New claims add strength to initial reports that Microsoft is set to launch smaller mobile devices in order to build its tablet market share.
The new tablets, which according to supply chain sources interviewed by Digitimes, will have 7-inch and 9-inch displays, are set to make their
debut at Microsoft's upcoming Build developer conference on June 26.
Earlier this month an article in the Wall Street Journal claimed that Microsoft was in a race against time to develop and launch smaller tablets in order to stay competitive in the market place.
Quoting "people familiar with the company's plans" the article said that a seven-inch tablet was not in Microsoft's initial plans but following the success of the iPad Mini, plus the ongoing uncertainty in the PC market (sales are currently at their lowest for nearly a decade), the company is being forced to take bold steps to protect itself from reduced damand from PC makers for its Windows operating system.

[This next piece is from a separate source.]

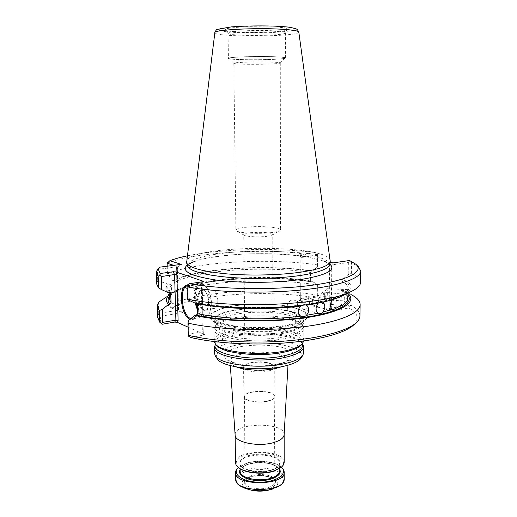 <?xml version="1.0" encoding="UTF-8"?>
<svg xmlns="http://www.w3.org/2000/svg" width="517" height="517" viewBox="0 0 517 517"><rect width="100%" height="100%" fill="white"/><g stroke="black" fill="none" stroke-linecap="round" stroke-linejoin="round"><path stroke-width="0.39" stroke-dasharray="2.58 1.94" d="M271.024 232.644C259.23 234.065 240.366 233.167 236.805 231.08L235.888 230.136C236.153 228.934 239.507 227.971 245.956 227.254C259.676 225.683 281.061 227.209 280.524 229.826L279.626 230.776C278.133 231.532 275.264 232.152 271.024 232.644M285.287 331.843C294.606 329.936 300.474 327.519 302.891 324.598L303.841 322.194C304.92 306.911 212.577 307.557 213.87 322.828L214.852 325.212C219.68 333.058 260.374 337.149 285.287 331.843M285.287 329.381C257.123 335.365 211.88 329.271 213.825 320.462L214.833 317.942C217.78 314.73 224.384 312.229 234.653 310.426C259.204 305.948 296.732 309.476 302.807 317.328L303.847 319.829C303.569 323.668 297.385 326.854 285.287 329.381M301.211 357.867C305.928 349.835 283.898 342.629 258.998 342.913C234.091 342.978 212.17 350.494 216.991 358.455M303.705 352.639C304.797 335.333 213.094 335.972 214.426 353.26M284.143 434.726L284.15 434.506C284.983 421.898 234.111 422.253 235.125 434.849L235.125 434.952M285.294 338.389C297.359 335.772 303.531 332.47 303.809 328.482L302.872 326.014C294.664 313.476 222.924 313.981 214.891 326.628L213.986 329.109C212.048 338.254 257.195 344.593 285.294 338.389M303.725 340.968L303.757 340.464C304.843 323.965 212.888 324.605 214.206 341.091L214.251 341.588M302.639 343.818C293.863 330.596 223.964 331.08 215.369 344.425M269.144 488.772C275.122 486.323 277.002 483.382 274.786 479.95C270.675 475.898 259.392 474.419 251.088 476.79C245.11 479.085 243.061 481.973 244.948 485.457C248.761 489.677 260.62 491.331 269.144 488.772M270.191 489.657L270.385 489.593C284.88 484.985 276.375 474.128 259.696 474.587C243.003 474.541 235.229 485.605 250.034 489.851M281.351 467.174L280.602 466.528C274.301 461.3 257.821 459.645 246.874 463.045L238.382 467.478L246.557 463.387C257.776 459.897 274.656 461.591 281.125 466.961L281.364 467.161M280.983 467.471C289.048 460.699 276.382 452.414 259.76 452.692C243.139 452.646 230.595 461.112 238.751 467.769M284.169 462.25C284.996 448.678 234.472 449.027 235.493 462.592M268.53 487.531C272.692 486.096 274.831 484.209 274.941 481.876L274.495 480.261C271.483 473.533 248.334 473.695 245.413 480.461L244.993 482.083C244.47 487.305 259.224 490.807 268.53 487.531M267.851 400.901C271.981 399.796 274.107 398.349 274.217 396.558C274.76 389.831 243.895 390.044 244.522 396.765C243.998 400.765 258.616 403.428 267.851 400.901M268.207 401.089C272.504 399.938 274.714 398.433 274.837 396.571C275.432 389.547 243.216 389.773 243.908 396.785C243.378 400.953 258.603 403.719 268.207 401.089M268.065 371.077C272.394 370.03 274.624 368.666 274.747 366.98C274.708 365.9 273.693 364.931 271.703 364.078C265.609 361.958 258.552 361.609 250.538 363.031L246.59 364.252C244.606 365.138 243.604 366.12 243.578 367.199C243.048 370.973 258.384 373.468 268.065 371.077M251.378 362.572C258.61 361.293 264.969 361.603 270.456 363.516L273.189 366.114C273.073 367.626 271.063 368.854 267.16 369.791C258.448 371.93 244.657 369.694 245.129 366.307L247.824 363.671L251.378 362.572M232.495 306.142C250.228 303.427 267.916 303.337 285.558 305.864C294.703 307.583 301.476 309.825 305.864 312.585L307.919 317.031L303.524 321.503L292.9 325.38C283.019 327.474 271.683 328.715 258.901 329.103L240.489 328.321C229.134 326.912 220.365 324.85 214.174 322.13L209.721 317.716L211.712 313.244C216.061 310.42 222.801 308.087 231.92 306.238L232.495 306.142M270.372 62.066C276.795 62.266 280.098 62.57 280.279 62.971L280.266 63.009C280.169 64.489 233.936 64.812 233.82 63.332L233.807 63.294C232.876 62.395 255.857 61.601 270.372 62.066M273.189 56.721C281.261 57.019 285.222 57.452 285.074 58.014C284.699 60.011 229.348 60.399 228.947 58.408C226.84 57.18 255.224 56.056 273.189 56.721M273.493 56.696C281.351 56.98 285.39 57.4 285.597 57.949C286.528 60.05 227.519 60.457 228.417 58.343C227.215 57.109 255.605 56.03 273.493 56.696M217.851 300.564C217.78 305.082 216.629 307.699 214.393 308.423C208.215 310.11 204.822 289.656 211.143 288.906C214.904 289.307 217.14 293.197 217.851 300.564M208.965 301.999L207.957 307.667L205.566 309.896C199.465 311.577 196.053 290.981 202.302 290.25L205.262 291.426C207.504 293.882 208.739 297.404 208.965 301.999M208.732 302.225L207.66 308.274C203.905 312.578 200.77 310.206 198.25 301.159C196.841 293.184 200.751 286.877 204.777 290.935C207.168 293.553 208.487 297.314 208.732 302.225M196.053 303.136C193.106 290.806 199.207 279.574 205.598 286.347C209.172 290.276 211.136 295.918 211.498 303.266L209.908 312.268C205.869 318.213 201.708 316.701 197.423 307.738M327.358 293.113C327.235 297.223 326.886 299.53 326.305 300.034L326.078 299.718C325.426 298.167 325.852 289.694 326.628 288.835L326.802 288.719C327.177 288.958 327.358 290.425 327.358 293.113M324.766 296.519C324.508 300.752 323.623 303.065 322.11 303.473L321.031 302.096C320.333 298.923 320.643 295.905 321.962 293.029L323.293 292.008C324.243 292.325 324.728 293.83 324.766 296.519M318.795 299.795C318.388 304.183 316.96 306.478 314.504 306.671L313.748 306.316C310.555 304.248 313.089 294.121 316.533 295.129C317.974 295.582 318.731 297.139 318.795 299.795M309.605 302.742C309.011 307.376 307.02 309.593 303.634 309.386L302.904 309.05C298.516 306.678 302.199 296.273 306.827 297.947C308.597 298.6 309.528 300.203 309.605 302.742M297.572 305.192C296.687 310.239 294.102 312.281 289.804 311.318L289.539 311.182C283.949 308.332 289.223 297.521 294.787 300.403C296.571 301.314 297.501 302.91 297.572 305.192M195.103 302.956C193.545 292.396 195.239 286.024 200.182 283.852C201.804 283.575 203.452 284.24 205.113 285.849C208.836 289.947 210.891 295.827 211.266 303.492C211.311 307.26 210.762 310.387 209.611 312.875C208.564 315.021 207.239 316.275 205.624 316.637C202.632 317.031 199.911 314.859 197.475 310.116M347.728 299.272L347.941 289.623L347.153 291.304C346.545 295.207 346.493 298.335 347.01 300.681M343.857 303.834C344.923 299.905 344.968 296.726 343.992 294.309L323.293 292.008M343.689 293.973L341.886 295.627C340.496 299.582 340.451 302.775 341.756 305.217M335.494 308.21C337.33 304.261 337.368 301.023 335.617 298.49L316.533 295.129M332.147 299.698L335.01 298.135M318.207 303.259L322.214 301.883L322.925 302.232M300.707 306.064C302.71 304.784 304.494 304.461 306.058 305.101M330.357 260.652C328.515 243.565 188.098 244.547 186.495 261.654M360.549 282.437C360.478 279.186 357.415 276.175 351.366 273.403L351.541 262.655L358.443 266.759M187.199 285.798L192.35 287.523C196.137 291.62 198.237 297.63 198.657 305.547C198.715 309.496 198.147 312.74 196.938 315.267L193.164 318.789L190.863 318.582M187.296 284.996L187.568 286.03L201.339 284.014L202.683 281.778M187.91 299.847L187.568 286.03M348.07 295.381L341.233 290.341L340.768 289.417L340.884 280.55L341.892 279.186C357.299 286.58 348.548 296.965 314.407 303.065C280.479 309.211 226.879 308.946 196.04 302.574L197.332 303.718M344.089 294.974C353.68 289.313 353.357 283.982 343.12 278.993L341.892 279.186M196.04 302.574L194.476 302.826M343.12 278.993L348.18 274.65L351.366 273.403M333.426 262.836L331.811 264.904L348.368 262.481L349.97 261.298L351.541 262.655M348.368 262.481L348.18 274.65M351.024 294.548L347.902 292.9L347.715 305.036L329.142 308.584L329.613 264.206L331.811 264.904L331.326 308.054L332.87 310.943L348.813 307.964L349.259 306.394L350.856 305.269L351.024 294.548M348.096 293.662L342.965 290.237L347.902 292.9M341.737 290.444L342.965 290.237M349.557 260.503L349.97 261.298M317.6 253.763L317.541 266.869L317.6 253.763L315.751 252.664C276.808 247.488 221.095 248.78 187.212 255.863M317.554 254.694C269.267 247.998 195.426 251.682 167.133 263.198M317.632 255.249L301.437 257.453L300.015 254.771L315.751 252.664M332.87 310.943L330.279 310.73L299.427 300.642L301.288 298.632L317.322 295.886L317.406 284.292L312.546 281.713C268.181 274.307 199.077 278.489 174.901 291.097L169.195 294.27M312.546 281.713L311.35 281.901C266.274 274.391 195.432 279.18 174.158 292.402L173.195 292.034M174.158 292.402L174.901 291.498L174.656 282.592L173.835 281.099C195.2 268.64 266.216 264.103 311.415 271.154L310.439 272.453L310.387 280.912L311.35 281.901M311.415 271.154L312.617 270.973C267.018 263.819 195.361 268.245 172.878 280.75L173.835 281.099M172.878 280.75L167.45 273.887L167.224 266.197M317.47 264.898C269.318 257.744 195.639 261.634 167.45 273.887M317.541 266.869L312.617 270.973M317.406 284.292L317.322 284.996C269.409 276.944 196.066 281.235 168.077 294.929M156.606 283.865L157.711 280.518L157.355 269.428L176.562 266.921L177.331 267.166L177.189 266.494L173.731 265.357M177.331 267.166L181.299 264.381M157.711 280.518L168.115 284.201C165.472 286.935 165.459 289.72 168.083 292.551M169.595 292.325C167.01 289.481 167.127 286.683 169.931 283.943L168.115 284.201M169.931 283.943L171.444 284.957L171.702 293.973L171.327 294.864L169.266 296.629M169.233 295.569L170.267 295.414M201.947 282.793L202.108 283.613L201.339 284.014L202.354 331.785L203.213 331.701L201.947 282.793L202.548 281.797M187.283 285.061L191.839 287.013C195.781 291.278 197.972 297.534 198.405 305.78L197.546 313.431M197.126 314.724L196.622 315.893C194.915 319.163 192.725 320.281 190.049 319.235M188.085 327.138L204.473 334.551L203.801 335.055L202.354 331.785L188.763 334.286L188.421 320.54M188.763 334.286L188.563 336.192M359.935 315.939C359.871 312.1 356.846 308.546 350.856 305.269M349.259 306.394L347.715 305.036M329.646 263.98L323.616 260.93L306.755 256.852C268.614 250.222 200.098 254.396 187.251 264.975M323.616 260.93L330.072 262.494M300.015 254.771L299.556 254.997L300.093 255.236L306.755 256.852M301.152 257.233L300.997 299.711L301.152 257.233L300.093 255.236M317.322 284.996L317.27 296.719L315.428 297.786L299.86 300.474M317.322 295.886L317.27 296.719M317.238 295.188C269.454 286.677 196.286 291.181 168.393 305.599L168.103 295.918M315.428 297.786C269.131 289.507 198.573 293.869 171.205 307.861L168.393 305.599L178.481 309.605L177.745 310.29L158.764 313.405L158.409 302.342M171.205 307.861L182.559 312.617L161.181 316.171L158.764 313.405L157.691 317.348M190.786 337.485L203.801 335.055M353.841 324.818C359.645 318.776 357.964 313.16 348.813 307.964M182.559 312.617L178.481 309.605M161.181 316.171C159.811 318.84 160.141 321.529 162.164 324.249M266.501 236.366L272.116 235.125L272.737 234.459C273.312 231.538 243.126 231.752 243.74 234.666L244.373 235.319C246.79 236.715 258.881 237.303 266.501 236.366M239.882 346.778C253.517 344.393 269.99 344.645 282.431 347.456L291.504 351.146L294.451 355.774L290.347 360.452L279.691 364.207C265.292 366.992 246.997 366.663 234.233 363.412L225.638 359.347L223.951 354.597L229.128 350.138L239.882 346.778M281.713 366.695C285.875 365.034 288.04 363.192 288.208 361.15C289.255 354.048 261.234 349.673 243.236 353.744C234.615 355.638 230.22 358.242 230.046 361.557C230.239 363.593 232.43 365.409 236.612 367.012M284.673 333.058C293.772 331.19 299.511 328.818 301.883 325.943C307.654 318.634 284.789 311.958 258.784 312.249C232.773 312.326 210.005 319.319 215.88 326.544C220.636 334.253 260.342 338.267 284.673 333.058M284.673 336.703C299.233 333.426 304.978 329.419 301.902 324.682C293.934 312.488 223.635 312.979 215.841 325.283C212.901 330.221 219.111 334.221 234.466 337.284C249.323 339.869 270.223 339.624 284.673 336.703M302.367 343.643L301.676 342.512C302.367 343.391 302.426 343.999 301.857 344.322C307.441 336.457 284.725 329.29 258.901 329.581C233.083 329.652 210.464 337.136 216.158 344.917M302.439 343.547L301.676 342.512C293.152 329.639 224.656 330.117 216.319 343.107L215.641 344.244M249.653 489.754C233.232 486.484 232.488 475.317 247.042 471.342C257.214 468.228 271.89 469.346 279.031 473.856C286.114 479.343 284.266 484.313 273.48 488.759M235.713 479.149C235.972 475.213 239.61 472.124 246.622 469.888C261.505 464.99 284.738 470.276 284.176 478.813M240.147 469.623C241.491 467.336 244.334 465.533 248.677 464.201C259.631 460.712 276.64 463.452 279.613 469.346M240.166 471.226C240.373 468.105 243.313 465.649 249 463.859C261.13 459.923 280.098 464.163 279.619 470.948C280.679 469.61 278.288 467.491 272.453 464.589C264.82 462.243 256.949 462.127 248.839 464.234C243.08 466.172 240.192 468.499 240.166 471.226M271.186 470.36C276.647 468.557 279.451 466.205 279.6 463.303C280.317 452.259 239.203 452.543 240.075 463.581C239.397 470.108 258.907 474.503 271.186 470.36M271.541 470.005L277.694 467.006C280.111 464.473 280.421 461.92 278.631 459.361C273.357 454.501 259.107 452.756 248.593 455.587L242.408 458.405C239.765 460.841 239.19 463.368 240.696 466.004C245.485 471.11 260.665 473.126 271.541 470.005M286.832 325.6C314.711 320.45 310.756 309.392 284.705 305.702C267.625 303.253 250.499 303.343 233.322 305.967L232.766 306.064C212.584 309.463 204.577 317.076 218.407 322.66C231.913 328.314 265.389 329.833 286.832 325.6M285.125 328.967C300.112 325.691 305.922 321.703 302.548 317.005C293.979 305.179 223.493 305.67 215.091 317.612C211.854 322.485 218.064 326.453 233.716 329.51C248.864 332.095 270.326 331.862 285.125 328.967M273.409 30.826C281.319 31.291 285.384 31.951 285.591 32.797C286.521 36.035 227.189 36.448 228.075 33.198C226.853 31.291 255.417 29.734 273.409 30.826M275.419 26.916L285.145 27.86L288.958 29.12L286.366 30.419C281.623 31.227 274.857 31.828 266.061 32.222L239.365 32.06L229.561 31.22L224.856 30.025L226.407 28.7C230.705 27.834 237.516 27.175 246.842 26.716L275.419 26.916M279.303 26.367L290.968 27.511L295.433 29.023L292.202 30.587C286.463 31.55 278.34 32.267 267.838 32.733L235.991 32.539L224.216 31.537L218.465 30.115L220.197 28.525L229.509 27.084L244.748 26.115C256.955 25.798 268.472 25.882 279.303 26.367M298.807 32.06C300.338 36.881 213.385 37.489 214.852 32.649M347.153 291.304L343.992 294.309M341.886 295.627L335.617 298.49M341.226 290.354C345.524 292.564 347.792 294.987 348.038 297.624C347.993 294.696 345.569 291.963 340.768 289.417M340.884 280.55C345.699 282.98 348.128 285.584 348.18 288.383L347.87 289.953M329.368 264.962C331.171 256.91 295.834 250.784 258.358 251.12C220.875 251.307 185.629 257.931 187.548 265.951C188.343 265.744 185.383 265.854 193.28 262.035C197.113 260.6 202.037 259.243 208.06 257.97C219.499 256.031 232.372 254.681 246.674 253.937C268.756 253.252 291.685 254.442 309.127 257.337M310.387 280.912C265.615 273.545 195.264 278.398 174.901 291.498M174.656 282.592C195.083 270.094 265.57 265.434 310.439 272.453M169.996 292.344L169.059 289.63L171.444 284.957M171.702 293.973L169.33 298.871C168.852 298.671 169.518 297.333 171.334 294.864M330.809 262.675L329.613 264.206M178.365 309.761L177.189 266.494M177.745 310.29L176.562 266.921M204.053 334.228L202.981 331.817M329.142 308.584L330.279 310.73M299.938 301.075L300.997 299.711M233.807 63.294L235.888 230.136M280.279 62.971L280.524 229.826M303.841 322.194L303.847 319.829M213.87 322.828L213.825 320.462M287.982 365.215L288.48 360.078L282.579 362.895L274.094 364.834C270.074 365.48 264.213 365.868 256.522 365.997C240.657 365.222 236.275 363.496 232.359 362.01L229.755 360.485L230.33 365.622M302.872 326.014L301.902 324.682L301.883 325.943L302.891 324.598M214.891 326.628L215.841 325.283L215.88 326.544L214.852 325.212M303.757 340.464L303.809 328.482M214.206 341.091L213.986 329.109M215.57 344.154L216.319 343.107C215.634 343.999 215.583 344.6 216.164 344.923M279.613 468.492L279.6 463.303L278.928 465.384C279.064 465.378 277.435 467.956 271.36 469.972C263.205 472.157 255.217 472.105 247.385 469.811C241.439 466.954 239.003 464.873 240.075 463.581L240.134 468.77M239.119 466.819L238.602 467.258M280.602 466.528L281.125 466.961M244.522 396.765L244.993 482.083M274.217 396.558L274.941 481.876M274.837 396.571L274.747 366.98M243.908 396.785L243.578 367.199M247.824 363.671L246.59 364.252M270.456 363.516L271.703 364.078M274.495 480.261C273.739 477.966 268.892 476.396 259.954 475.543C251.016 476.5 246.17 478.141 245.413 480.461M285.558 305.864L284.705 305.702C267.379 303.221 250.066 303.343 232.766 306.064L231.92 306.238M302.807 317.328L303.02 318.22L301.372 319.984C298.445 321.942 293.262 323.707 285.83 325.271C270.294 327.959 249.349 328.101 235.474 326.214L223.913 323.823L217.896 321.522L215.305 319.758C214.361 319.028 214.29 318.317 215.091 317.612L214.833 317.942M280.266 63.009L285.074 58.014M233.82 63.332L228.947 58.408M285.597 57.949L285.591 32.797C286.185 30.71 286.728 29.779 287.219 30.018L285.235 30.581C279.025 31.673 268.827 32.28 254.635 32.409C240.78 32.28 231.687 31.731 227.377 30.768L226.407 30.445C226.595 29.863 227.15 30.781 228.075 33.198L228.417 58.343M205.566 309.896L214.393 308.423M202.302 290.25L211.143 288.906M205.262 291.426L204.777 290.935M207.957 307.667L207.66 308.274M326.628 288.835L323.183 294.225L326.137 299.86M321.962 293.029L319.48 297.417L321.031 302.096M205.598 286.347L205.113 285.849M209.908 312.268L209.611 312.875M347.941 289.623L326.802 288.719M347.43 301.01L326.305 300.034M342.48 305.573L322.11 303.473M332.942 309.864L314.504 306.671M322.214 301.883L306.827 297.947M318.95 313.56L303.634 309.386M305.818 304.998L294.787 300.403M300.946 316.281L289.804 311.318M193.164 318.789L205.624 316.637M187.684 285.675L200.182 283.852M348.109 293.003L348.18 288.383L347.883 289.707M347.508 290.412C344.186 296.364 322.039 303.408 290.224 306.129C258.422 308.959 220.416 307.428 196.473 302.587M347.185 292.512L348.303 293.113M355.993 264.342L356.588 264.93M174.591 292.357C194.928 279.374 266.165 274.359 311.085 281.901M174.901 291.097L169.906 293.863M170.571 292.674L169.059 289.63L169.143 292.396M202.108 283.613L203.368 281.526M192.35 287.523L191.839 287.013M196.938 315.267L196.622 315.893M202.192 283.322L203.213 331.701L204.473 334.551M320.017 259.896C329.142 262.894 329.6 265.124 329.277 264.704L329.355 264.988M300.7 299.143L300.849 257.434L299.556 254.997M177.389 266.811L178.552 309.754M299.427 300.642L300.797 298.878M273.189 366.114L272.737 234.459M245.129 366.307L243.74 234.666M272.116 235.125L279.626 230.776M244.373 235.319L236.805 231.08"/><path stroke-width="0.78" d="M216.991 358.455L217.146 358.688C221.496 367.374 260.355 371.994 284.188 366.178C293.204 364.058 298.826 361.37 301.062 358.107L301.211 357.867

During a conference call last week as part of its quarterly earnings report, Microsoft confirmed that it was working with its partners to produce "a new suite of small touch devices powered by Windows." However, Microsoft's CFO Peter Klein stopped short of saying that the devices would have 7-inch displays. However he did say that the devices would compete in terms of price as well as quality.
Microsoft's existing tablets, the Surface RT and Surface Pro, launched in November (though the Surface Pro didn't actually go on sale until the end of January, and even then it was restricted to the US market) do compete well in terms of quality but both are seen as too expensive.
The company has refused to release sales figures for the devices but that hasn't stopped others from trying to guess. Figures published this week by IDC on this quarter's global tablet shipments suggest that in the last three months alone, 900,000 Surface devices have shipped, giving the company a 1.8 percent share of the market and putting it in the top five. However, IDC believes that tablets that run the Windows 8 and Windows RT operating systems will struggle to build market share.
"Clearly the market is moving toward smart 7- to 8-inch devices, but Microsoft's larger challenges center around consumer messaging and lower cost competition," says Ryan Reith, an analyst at IDC. "If these challenges are addressed, along with the desired screen size variations, then we could see Microsoft make even further headway in 2013 and beyond."